Consolidating the UD Annotation for Armenian

Keywords: Armenian; morphosyntactic annotation; Universal Dependencies

The current release of Universal Dependencies database (v.2.16, 15.05.2025) includes treebanks of three literary varieties of Armenian, Modern Eastern Armenian (“UD Armenian BSUT” and "UD Armenian ArmTDP"), Modern Western Armenian ("UD Western Armenian ArmTDP"), and Classical Armenian ("UD Classical Armenian CAVaL"). Although these varieties have many shared morphosyntactic features, they also show significant differences conditioned by diachronic and/or dialectal divergence. Besides, the treebanks of the modern varieties, on the one hand, and the one of Classical Armenian, on the other hand, have been developed by different teams of annotators, who do not always follow the same approach to the UD annotation guidelines. These two factors result in only partial compatibility of annotation across the Armenian treebanks.

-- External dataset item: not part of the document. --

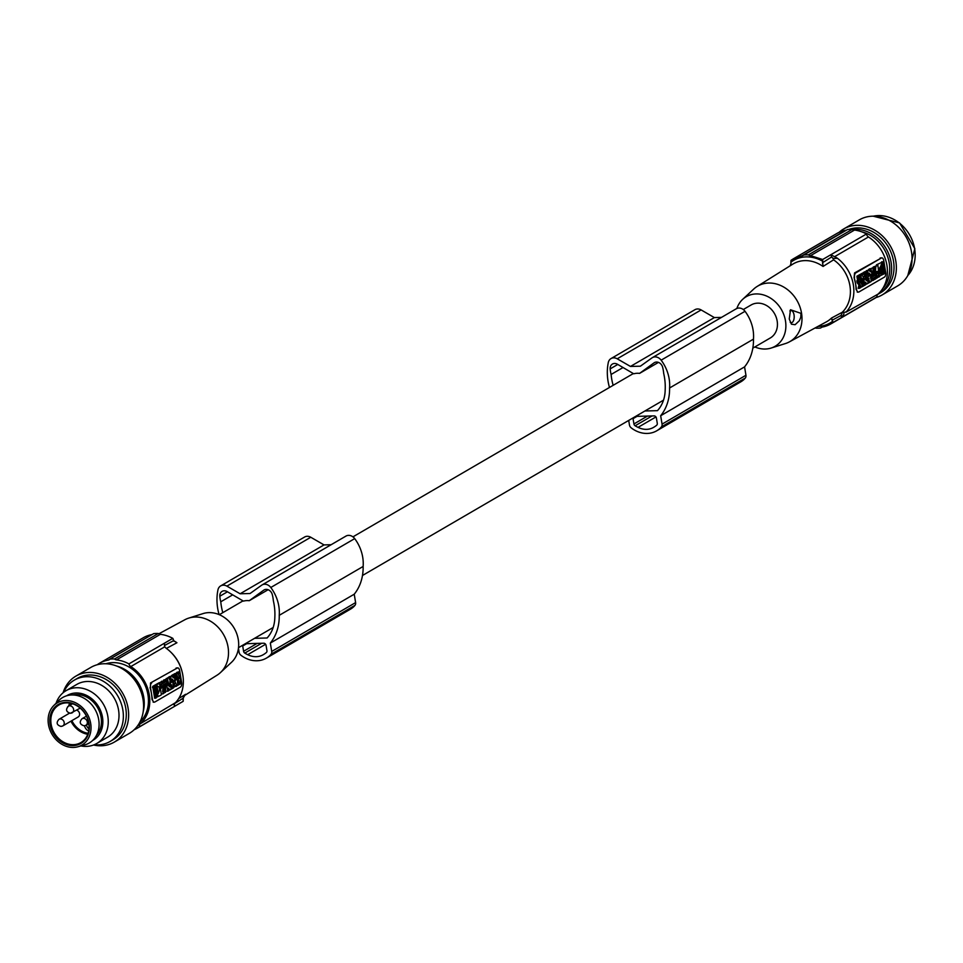 <?xml version="1.0" encoding="UTF-8"?>
<svg xmlns="http://www.w3.org/2000/svg" width="963" height="963" viewBox="0 0 963 963"><rect width="100%" height="100%" fill="white"/><g stroke="black" fill="none" stroke-linecap="round" stroke-linejoin="round"><path stroke-width="1.44" d="M184.041 695.84L217.084 675.171A32.068 26.723 -120.2 0 0 220.479 672.559L231.493 662.315A28.697 23.906 -120.2 0 0 238.27 639.516A28.697 23.906 -120.2 0 0 203.109 613.575L188.76 618.102A32.068 26.723 -120.2 0 0 184.824 619.763L158.823 633.823M220.479 672.559A32.068 26.723 -120.2 0 0 228.05 647.088A32.068 26.723 -120.2 0 0 195.248 617.03A32.068 26.723 -120.2 0 0 188.76 618.102M178.649 698.584L185.028 694.672M164.456 646.486L164.661 645.427L173.593 640.648L176.927 642.742L166.274 648.472M139.334 726.848A37.413 31.177 59.8 0 1 137.264 728.197L183.175 701.317L139.334 726.848A3.816 3.178 -120.2 0 1 140.297 723.767L175.447 702.689A35.884 29.901 59.8 0 0 182.838 675.256A35.884 29.901 59.8 0 0 166.467 648.448L164.697 646.835L130.824 666.565A3.816 3.178 -120.2 0 1 128.934 663.892A37.413 31.177 -120.2 0 0 116.487 659.884A3.816 3.178 59.8 0 1 114.525 658.993L158.293 633.498L160.364 634.328A37.413 31.177 59.8 0 1 172.786 638.337L173.159 639.552M174.315 703.76L183.126 698.211L185.462 694.287A33.392 27.831 -120.2 0 1 184.703 694.997M158.293 633.498A38.171 31.815 59.8 0 0 153.683 633.618L109.902 659.113A3.816 3.178 59.8 0 1 109.144 659.775A3.816 3.178 59.8 0 1 108.253 660.1A37.413 31.177 59.8 0 0 99.442 663.29A37.413 31.177 59.8 0 0 97.239 664.723M99.442 663.29L143.318 637.735A37.413 31.177 59.8 0 1 152.07 634.557M183.175 701.317L183.09 699.571M137.264 728.197A37.413 31.177 59.8 0 1 134.158 729.737M109.902 659.113A38.171 31.815 59.8 0 1 114.525 658.993M164.252 643.32L164.685 646.823M130.824 666.565A35.884 29.901 59.8 0 1 149.277 694.805A35.884 29.901 -120.2 0 1 140.297 723.767M150.035 687.678A35.884 29.901 59.8 0 1 151.456 693.529L152.431 699.391A3.816 1.926 88.5 0 0 154.357 702.147A3.816 1.926 88.5 0 0 154.862 702.003L180.394 687.125A3.816 1.926 88.5 0 0 181.61 682.394L179.672 670.669A3.816 1.926 88.5 0 0 177.746 667.913A3.816 1.926 88.5 0 0 177.24 668.057L150.493 682.972L150.493 687.666A3.816 1.926 -91.5 0 1 151.709 682.936M177.18 668.069L150.493 682.972M183.271 697.26L183.211 700.703M139.888 722.081A34.355 28.625 -120.2 0 0 135.398 671.741A34.355 28.625 -120.2 0 0 105.918 663.76M174.664 705.915L174.159 704.049L173.942 704.868M128.934 663.892L172.786 638.337M174.002 641.274L172.919 638.505M159.605 683.983L157.751 683.477L158.281 684.019L157.751 683.477L152.72 686.402L154.658 698.139L161.014 695.166L161.29 694.167L159.605 683.983L159.076 683.441L154.032 686.366L155.982 698.103L154.658 698.139M169.38 676.7L171.799 676.026L169.404 676.82M171.631 675.4L174.05 674.714L172.726 674.75L171.727 676.026M164.204 682.009L165.251 681.985L164.288 682.55L163.963 680.588L161.628 681.816M162.29 685.8L162.47 686.848L164.89 686.174L164.541 684.103L165.516 683.537L165.853 685.608L166.96 684.97L166.033 679.384L163.698 680.6M160.99 681.912L158.666 683.417M169.873 681.142L171.197 681.106L169.957 681.828L170.836 678.951L169.488 678.999M170.836 678.951L169.608 679.673L169.452 678.795L170.692 678.072L170.475 676.796L169.163 676.833L165.576 679.397M175.675 675.52L175.82 676.375M174.291 673.847L176.903 673.053L174.375 673.956M176.686 672.439L179.311 671.656L176.554 673.065M172.943 674.63L175.41 673.919L172.967 674.75M174.435 686.354L175.844 686.535L175.483 685.656L173.268 688.039L173.629 681.696L172.533 681.732M175.844 686.535L176.987 685.861L174.772 681.034L172.702 681.503M177.433 682.948L178.865 682.671L177.999 683.658L177.782 680.853L178.805 680.263L179.491 684.416L180.587 683.766L180.406 677.747L177.24 679.589L177.938 685.271A5.826 2.937 88.5 0 0 179.13 684.272L178.865 682.671M175.543 679.974L174.953 681.431M178.805 677.952L177.77 678.554M177.601 680.997L177.878 682.707M165.636 685.62L164.288 687.666L165.528 692.397L165.684 686.463L164.324 686.499M170.475 676.796L167.598 678.47L167.899 684.994M162.566 691.603L163.999 691.326L164.264 692.927L162.928 693.926L163.445 687.979L161.64 688.076M161.242 693.902L162.928 693.926M163.614 686.824L162.855 687.991M162.615 689.845L162.952 691.362M164.179 692.433L165.528 692.397M150.493 687.666L151.456 693.529A35.884 29.901 -120.2 0 1 151.973 699.403L152.431 699.391M172.618 680.985L173.87 680.949L172.329 679.216L172.726 681.611L171.378 682.261M174.05 674.714L174.965 680.311L173.87 680.949M171.799 676.026L173.34 677.759L172.943 675.364M170.704 676.664L171.619 682.249M163.614 680.059L166.033 679.384M164.926 680.022L165.251 681.985M163.963 680.588L162.867 681.238L163.782 686.824M162.867 681.238L161.543 681.262M164.793 685.644L165.853 685.608M158.594 682.984L161.736 681.888L161.977 687.871L160.352 688.545M159.918 682.948L160.833 688.533M161.76 684.621L161.543 683.333L161.76 684.621L160.436 684.657M166.792 684.212L171.402 682.382L171.197 681.106M167.743 680.42L168.32 682.442L167.743 680.42M179.311 671.656L178.552 675.051L180.322 677.194L177.902 677.976M176.903 673.053L177.661 673.98L178.011 672.415M176.325 679.445L177.252 675.809L175.94 675.833M177.252 675.809L175.603 673.811M179.022 677.94L178.143 676.881L177.734 678.698L176.446 679.445M174.953 680.179L174.267 674.594M175.41 673.919L176.337 679.517L175.194 680.179M153.647 702.027L151.973 699.403M157.715 689.737L157.258 689.099L157.294 690.868L157.715 689.737M155.898 695.984L157.655 695.695L155.922 696.08L154.598 688.112L156.15 686.571M155.224 687.004L156.548 686.98L156.728 688.088M156.56 688.87L156.692 687.859M156.74 688.533L157.27 691.759M157.438 692.361L157.017 691.675M157.402 692.144L157.655 695.695M155.922 696.08L154.995 696.514M157.812 691.446L157.282 688.22M157.125 687.618L157.535 688.292M157.162 687.835L156.969 686.727M157.27 685.909L157.017 686.944M158.281 693.432C160.231 689.099 159.822 686.631 157.053 686.053M158.004 692.951L157.824 691.891M158.004 691.097L157.872 692.108M155.416 688.569L155.958 691.795M155.236 688.906L155.368 687.895M155.236 687.101L155.404 688.124M156.343 695.731L157.86 694.949M156.078 692.18L156.548 694.985M156.114 692.397L155.705 691.711M157.065 686.089L157.908 692.373M174.772 681.034L173.629 681.696M174.532 683.309L174.484 684.874L174.532 683.309M179.311 677.783L180.406 677.747M176.614 685.307L177.938 685.271M167.803 684.356L170.222 683.682L171.149 689.267L170.042 689.917L168.501 688.184L168.898 690.579L167.803 691.217L166.876 685.632L165.552 685.668M166.888 691.241L167.803 691.217M166.876 685.632L167.971 684.994L166.876 685.018M170.222 683.682L169.115 683.718M167.971 684.994L169.512 686.715L169.115 684.332M170.042 689.917L168.79 689.941M162.795 689.604L163.71 689.58L163.144 692.313L163.999 691.326M163.71 689.58L163.445 687.979M165.058 688.882L165.684 690.712L165.504 688.172L165.058 688.882M169.247 683.634L171.847 682.129M170.355 683.61L170.583 685.042L171.342 684.609L172.028 688.762L173.123 688.112L172.943 682.093M171.065 688.786L172.028 688.762M143.21 711.585A34.355 28.625 -120.2 0 0 131.197 674.184A34.355 28.625 -120.2 0 0 116.692 666.047M56.311 706.938A21.764 18.128 59.8 0 1 58.984 704.964A21.764 18.128 59.8 0 1 84.539 712.969A21.764 18.128 59.8 0 1 83.552 740.607A21.764 18.128 -120.2 0 1 80.88 742.581A21.764 18.128 -120.2 0 1 55.324 734.576A21.764 18.128 -120.2 0 1 56.311 706.938M84.563 725.777A6.103 5.092 -120.2 0 0 88.692 730.941M76.727 710.164A3.816 3.178 59.8 0 1 79.556 713.583A3.816 3.178 59.8 0 1 78.184 716.966L62.824 725.909A3.816 3.178 -120.2 0 0 64.196 722.527A3.816 3.178 -120.2 0 0 60.296 718.94A3.816 3.178 -120.2 0 0 58.984 719.313C56.01 722.695 56.685 725.067 61.018 726.427L62.824 725.909A3.816 3.178 -120.2 0 1 61.512 726.271M72.815 694.973A24.244 20.199 59.8 0 1 97.6 707.661A24.244 20.199 59.8 0 1 96.408 735.479M53.772 705.566L58.924 700.414A26.338 21.944 -120.2 0 1 59.465 699.896A26.338 21.944 59.8 0 1 92.195 705.265A26.338 21.944 59.8 0 1 92.436 740.643A26.338 21.944 -120.2 0 1 84.816 744.868L77.786 746.807A24.436 20.355 59.8 0 1 51.978 734.227A24.436 20.355 59.8 0 1 53.772 705.566A24.436 20.355 59.8 0 1 54.277 705.085A24.436 20.355 -120.2 0 1 84.636 710.068A24.436 20.355 -120.2 0 1 84.852 742.882A24.436 20.355 59.8 0 1 77.786 746.807M55.469 706.565A22.522 18.766 59.8 0 1 83.456 711.163A22.522 18.766 59.8 0 1 83.661 741.402A22.522 18.766 59.8 0 1 55.673 736.815A22.522 18.766 59.8 0 1 55.469 706.565M633.052 417.906A2.287 1.914 -120.2 0 0 633.052 418.664L633.931 423.961A2.287 1.914 -120.2 0 0 635.135 425.778A28.288 23.569 59.8 0 0 638.036 427.367L655.947 416.943M88.981 728.774A4.586 3.816 59.8 0 1 86.586 725.139A4.586 3.816 59.8 0 1 86.55 724.934M658.439 362.401L639.576 373.379L654.021 362.882A6.103 5.092 -120.2 0 1 654.383 362.642A6.103 5.092 -120.2 0 1 662.592 367.132A31.165 25.965 -120.2 0 1 663.663 373.283A55.698 46.405 -120.2 0 1 665.252 386.536A55.698 46.405 -120.2 0 1 665.168 390.075A36.558 30.467 -120.2 0 1 657.452 410.659L644.933 410.984M639.576 373.379A19.091 15.902 -120.2 0 0 637.265 373.271A19.091 15.902 -120.2 0 0 633.762 373.8L617.427 364.243A6.103 5.092 -120.2 0 0 612.444 364.038A6.103 5.092 -120.2 0 0 611.096 365.278A6.103 5.092 -120.2 0 0 610.169 368.889A28.95 24.123 -120.2 0 0 611.108 374.463A55.698 46.405 -120.2 0 0 613.142 385.32M635.664 416.389L654.058 415.896A2.287 1.914 -120.2 0 1 656.405 418.05L657.284 423.335A2.287 1.914 -120.2 0 1 656.694 425.201A28.288 23.569 -120.2 0 1 654.334 426.934M638.036 427.343A20.379 16.985 -120.2 0 0 653.564 427.391A20.379 16.985 -120.2 0 0 654.322 426.91M628.707 420.434L629.465 424.996A3.816 3.178 -120.2 0 0 631.307 427.921A32.068 26.723 -120.2 0 0 631.824 428.342A27.566 22.968 -120.2 0 0 656.742 430.786A27.566 22.968 -120.2 0 0 660.245 428.174A32.068 26.723 -120.2 0 0 661.4 426.898A3.816 3.178 -120.2 0 0 662.05 424.129L660.666 415.739A48.86 40.723 -120.2 0 0 669.586 388.643A48.86 40.723 -120.2 0 0 669.574 387.993A36.462 30.383 -120.2 0 0 669.682 384.899A36.462 30.383 -120.2 0 0 661.136 360.162A7.632 6.368 -120.2 0 0 652.372 357.634A7.632 6.368 -120.2 0 0 651.951 357.911L640.395 366.193L630.464 366.446L617.223 358.802A7.632 6.368 -120.2 0 0 611.024 358.573A7.632 6.368 -120.2 0 0 609.338 360.102A7.632 6.368 -120.2 0 0 608.303 362.509A50.112 41.758 -120.2 0 0 609.471 387.463M735.852 309.051A7.632 6.368 59.8 0 1 736.274 308.774A7.632 6.368 59.8 0 1 745.037 311.29A36.462 30.383 59.8 0 1 753.584 336.027A36.462 30.383 59.8 0 1 753.475 339.132A48.86 40.723 59.8 0 1 753.487 339.783A48.86 40.723 59.8 0 1 744.568 366.879L745.952 375.269A3.816 3.178 59.8 0 1 745.302 378.038A32.068 26.723 59.8 0 1 744.17 379.314A27.566 22.968 59.8 0 1 740.655 381.926L656.742 430.786M611.024 358.573L694.925 309.701A7.632 6.368 59.8 0 1 701.124 309.93L714.365 317.585L721.468 317.393M222.802 612.649A55.698 46.405 59.8 0 1 220.768 601.791A28.95 24.123 -120.2 0 1 219.829 596.217A6.103 5.092 -120.2 0 1 220.756 592.606A6.103 5.092 59.8 0 1 222.104 591.378A6.103 5.092 59.8 0 1 227.087 591.571L243.422 601.129A19.091 15.902 -120.2 0 1 246.925 600.599A19.091 15.902 -120.2 0 1 249.236 600.707L263.681 590.211A6.103 5.092 -120.2 0 1 264.043 589.97A6.103 5.092 -120.2 0 1 272.252 594.46A31.165 25.965 -120.2 0 1 273.323 600.611A55.698 46.405 -120.2 0 1 274.912 613.864A55.698 46.405 -120.2 0 1 274.828 617.415A36.558 30.467 -120.2 0 1 267.112 637.988L254.593 638.313M66.603 695.804A25.857 21.547 59.8 0 1 102.487 717.23A25.857 21.547 59.8 0 1 92.617 740.463M94.169 744.76A35.499 29.588 59.8 0 0 110.047 741.498A35.499 29.588 59.8 0 0 122.855 710.008A35.499 29.588 -120.2 0 0 74.32 680.131A35.499 29.588 -120.2 0 0 63.63 692.325M110.047 741.498L112.972 739.789A35.499 29.588 59.8 0 0 125.78 708.299A35.499 29.588 -120.2 0 0 82.457 676.146A35.499 29.588 -120.2 0 0 77.233 678.434L74.32 680.131M245.324 643.717L263.73 643.224A2.287 1.914 -120.2 0 1 266.065 645.379L266.944 650.663A2.287 1.914 59.8 0 1 266.354 652.529A28.288 23.569 59.8 0 1 263.994 654.262A20.379 16.985 -120.2 0 1 263.224 654.72A20.379 16.985 -120.2 0 1 247.696 654.684M96.806 743.46A30.539 25.447 59.8 0 0 107.82 716.376A30.539 25.447 -120.2 0 0 66.062 690.676L76.811 684.416A30.539 25.447 59.8 0 1 118.569 710.116A30.539 25.447 59.8 0 1 107.555 737.201L96.806 743.46A30.539 25.447 59.8 0 1 80.916 745.94M220.768 601.791L232.697 594.845M242.712 645.234A2.287 1.914 59.8 0 0 242.712 645.992L243.591 651.289A2.287 1.914 -120.2 0 0 244.795 653.107A28.288 23.569 59.8 0 0 247.696 654.696L265.607 644.271M660.245 428.174L744.158 379.302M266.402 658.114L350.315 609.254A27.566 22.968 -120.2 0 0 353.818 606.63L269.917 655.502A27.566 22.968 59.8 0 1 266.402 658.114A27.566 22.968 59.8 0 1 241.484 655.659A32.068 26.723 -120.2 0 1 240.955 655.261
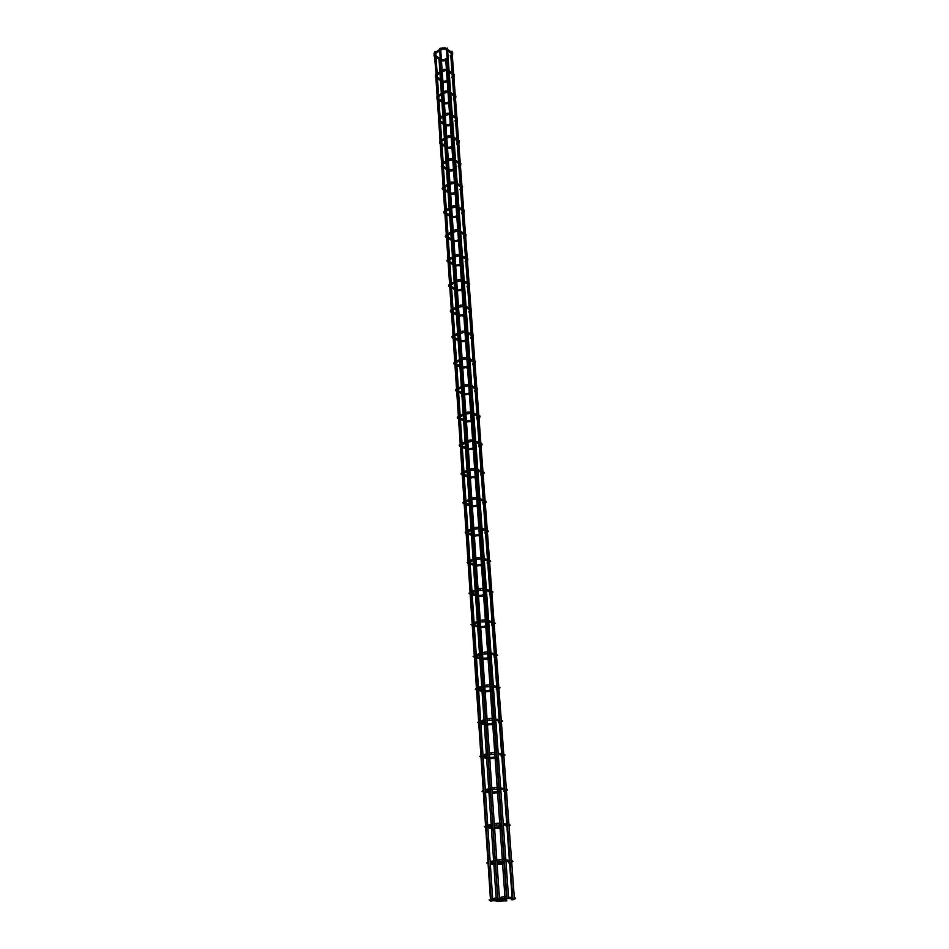 <?xml version="1.0" encoding="UTF-8"?>
<svg xmlns="http://www.w3.org/2000/svg" width="949" height="949" viewBox="0 0 949 949"><rect width="100%" height="100%" fill="white"/><g stroke="black" fill="none" stroke-linecap="round" stroke-linejoin="round"><path stroke-width="1.42" d="M446.101 58.672L446.362 59.68L446.101 58.672M450.775 56.798L450.17 55.813L451.249 55.101M447.608 79.965L447.869 80.973L447.608 79.965M452.317 78.115L451.724 77.13L452.803 76.43M449.138 101.602L449.399 102.622L449.138 101.602M453.895 99.799L453.302 98.803L454.393 98.127M450.704 123.607L450.953 124.651L450.704 123.607M455.496 121.852L454.915 120.843L455.994 120.179M452.293 145.992L452.531 147.036L452.293 145.992M457.133 144.272L456.552 143.263L457.632 142.611M453.907 168.744L454.132 169.812L453.907 168.744M458.794 167.083L458.213 166.063L459.304 165.423M455.544 191.912L455.769 192.991L455.544 191.912M460.479 190.286L459.909 189.266L461 188.637M457.216 215.47L457.43 216.562L457.216 215.47M462.199 213.905L461.629 212.873L462.721 212.256M458.913 239.445L459.126 240.548L458.913 239.445M463.942 237.926L463.515 236.93M460.645 263.846L460.846 264.973L460.645 263.846M465.722 262.387L465.295 261.378M462.4 288.674L462.602 289.825L462.4 288.674M467.525 287.274L467.098 286.254M464.203 313.965L464.381 315.115L464.203 313.965M469.364 312.624L468.936 311.592M466.018 339.706L466.196 340.881L466.018 339.706M471.238 338.437L470.811 337.381M467.881 365.934L468.047 367.121L467.881 365.934M473.148 364.724L472.721 363.657M469.779 392.637L469.921 393.847L469.779 392.637M475.093 391.498L474.666 390.419M471.7 419.849L471.843 421.071L471.7 419.849M477.074 418.782L476.647 417.679M473.67 447.572L473.8 448.818L473.67 447.572M479.103 446.576L478.664 445.461M475.674 475.817L475.781 477.086L475.674 475.817M481.155 474.915L480.716 473.776M477.715 504.619L477.81 505.9L477.715 504.619M483.255 503.789L482.804 502.626L483.883 502.211M479.791 533.967L479.886 535.272L479.791 533.967M485.39 533.231L484.951 532.057L486.03 531.654M481.914 563.908L481.997 565.236L481.914 563.908M487.561 563.267L487.134 562.057L488.225 561.689M484.085 594.43L484.144 595.782L484.085 594.43M489.791 593.884L489.352 592.662L490.467 592.306M486.291 625.581L486.339 626.945L486.291 625.581M492.057 625.13L491.618 623.884L492.745 623.552M488.545 657.349L488.581 658.736L488.545 657.349M494.358 657.005L493.931 655.735L495.07 655.427M490.835 689.769L490.858 691.192L490.835 689.769M496.718 689.543L496.291 688.239L497.442 687.966M493.183 722.865L493.195 724.301L493.183 722.865M499.127 722.758L498.7 721.418L499.862 721.169M495.58 756.65L495.58 758.121L495.58 756.65M501.582 756.661L501.167 755.297L502.092 755.131M498.023 791.146L498.011 792.64L498.023 791.146M504.085 791.288L504.192 789.841M500.526 826.377L500.491 827.896L500.526 826.377M506.647 826.662L506.007 825.286M503.077 862.38L503.029 863.922L503.077 862.38M509.269 862.795L508.486 861.609M505.687 899.154L505.627 900.731L505.687 899.154M511.938 899.723L511.108 898.739M497.739 901.36L496.374 901.503L497.739 901.36M439.85 71.733L439.055 59.277M491.938 901.04L490.574 901.194L491.938 901.04M435.389 77.237L436.243 75.457L434.5 56.228M492.567 900.02L491.191 900.174L492.567 900.02M491.191 900.174L434.666 51.815L435.686 51.483L492.756 900.067L498.723 899.106M499.304 898.928L497.928 899.083L499.304 898.928M497.928 899.083L439.565 48.565L440.597 48.245L499.506 898.964M508.439 898.371L507.051 898.525L508.439 898.371M504.832 898.43L507.051 898.501L446.445 48.47L447.465 48.138L508.628 898.406M506.576 900.838L505.212 900.981L506.576 900.838M446.386 58.98L447.62 69.858M513.623 899.699L512.258 899.854L513.623 899.699M514.216 898.703L512.84 898.857L514.216 898.703M512.84 898.857L450.989 51.578L452.009 51.246L514.405 898.739M444.322 59.834L444.737 60.748M441.617 59.87L441.605 60.855M434.737 52.741L434.796 55.161L433.978 55.884M442.697 48.719L442.258 47.972M444.595 48.684L445.259 47.853L442.056 47.901M452.341 53.832L452.246 52.634M452.697 52.93L452.554 55.623M445.816 81.104L446.232 82.029M442.981 80.843L443.076 82.136M444.191 70.155L443.752 69.407M446.101 70.119L446.765 69.289L443.551 69.336M453.907 75.196L453.824 73.998M454.263 74.295L454.12 76.964M447.335 102.741L447.75 103.666M444.476 102.492L444.571 103.785M437.608 95.873L437.667 98.245L436.837 98.957M445.71 91.946L445.271 91.199M447.643 91.911L448.296 91.068L445.081 91.128M455.508 96.928L455.413 95.719M448.877 124.734L449.292 125.659M446.006 124.497L446.089 125.802M439.079 117.996L439.138 120.333L438.296 121.045M447.264 114.105L446.813 113.358M449.257 114.248L449.862 113.239L446.635 113.287M457.133 119.016L457.038 117.806M450.455 147.095L450.858 148.044M447.548 146.881L447.631 148.186M440.573 140.488L440.633 142.801L439.79 143.501M448.83 136.656L448.379 135.897M450.846 136.798L451.439 135.778L448.213 135.837M458.782 141.484L458.687 140.274M459.138 140.559L458.984 143.157M452.044 169.847L452.459 170.796M449.114 169.646L449.209 170.95M442.104 163.37L442.151 165.648L441.297 166.36M450.407 159.812L449.98 158.839M452.471 159.74L453.053 158.708L449.814 158.78M460.455 164.343L460.372 163.133M453.669 192.979L454.085 193.952M450.716 192.801L450.811 194.118M443.658 186.645L443.705 188.898L442.839 189.598M452.032 183.157L451.605 182.172M454.12 183.086L454.69 182.042L451.451 182.113M462.163 187.605L462.08 186.384M462.531 186.656L462.365 189.207M455.318 216.526L455.745 217.511M452.353 216.372L452.436 217.677M445.235 210.334L445.271 212.552L444.405 213.252M453.681 206.918L453.266 205.921M455.793 206.835L456.362 205.791L453.112 205.862M463.907 211.271L463.812 210.037M457.003 240.488L457.43 241.473M454.002 240.346L454.097 241.663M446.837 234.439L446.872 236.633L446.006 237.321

The paper offers a systematic revision of discrepancies in the tagsets and principles of their application. The goal of this analysis is to identify which differences of annotation can be harmonized, and which are conditioned by genuinely dissimilar grammatical features.

The presentation will include a complete chart of correspondences between the tagsets for parts of speech and grammatical features. The major differences will be illustrated by cases studies, two of which are signalled below.

1) The Modern Eastern Armenian (MEA) treebanks offer context-dependent interpretations for values of some morphological features, whereas the Classical Armenian (CA) one follows the morphological principle, which requires to apply the same tag for each instance of a given morphological category. For example, the feature "Animacy" of the MEA treebanks has two values "Hum" (human) and "Nhum" (non-human), which are assigned to nouns based on the semantic interpretation of participants that they express. MEA does have the morphosyntactic expression of the contrast between human and non-human direct objects, which are flagged by the dative and nominative-accusative cases, respectively (Dum-Tragut 2009: 60-63); this grammatical information can be retrieved by a combination of tags "Case=Dat" + "obj" and "Case=Nom" + "obj", respectively. However, the MEA treebanks apply the values of the "Animacy" feature without regard to this morphsyntactic pattern, so that one finds combinations like "Animacy=Nhum|Case=Dat" + "obj". By contrast, the CA treebank assigns the values "Anim" (animate) and "Inan" (inanimate) of the "Animacy" feature to pronouns and deternimers that have parallel sets of forms corresponding to these values. Similar issues concern the features "Aspect" and "Voice".

2) In the MEA treebanks, nouns with enclitic articles and verbs with proclitic negation particples are treated as single-token words carrying relevant features. By contrast, in the CA treebank, these structures are annotated as groups of separate tokens spelled without a space, and relevant features are distributed among the constituents.

The discussion of results can be helpful for developing hybrid multi-variant parsing models based on UD (see Vidal-Gorène et al. 2024) as well as for developing UD treebanks for other varieties of Armenian such as Middle Armenian or modern Armenian dialects.

References

Dum-Tragut, J. Armenian. Amsterdam/Philadelphia: John Benjamins.

Vidal-Gorène, Ch., Tomeh, N., Khurshudyan V. (2024). Cross-Dialectal Transfer and Zero-Shot Learning for Armenian Varieties: A Comparative Analysis of RNNs, Transformers and LLMs. In Proceedings of the 4th International Conference on Natural Language Processing for Digital Humanities (pp. 438-449). Miami, USA. Association for Computational Linguistics.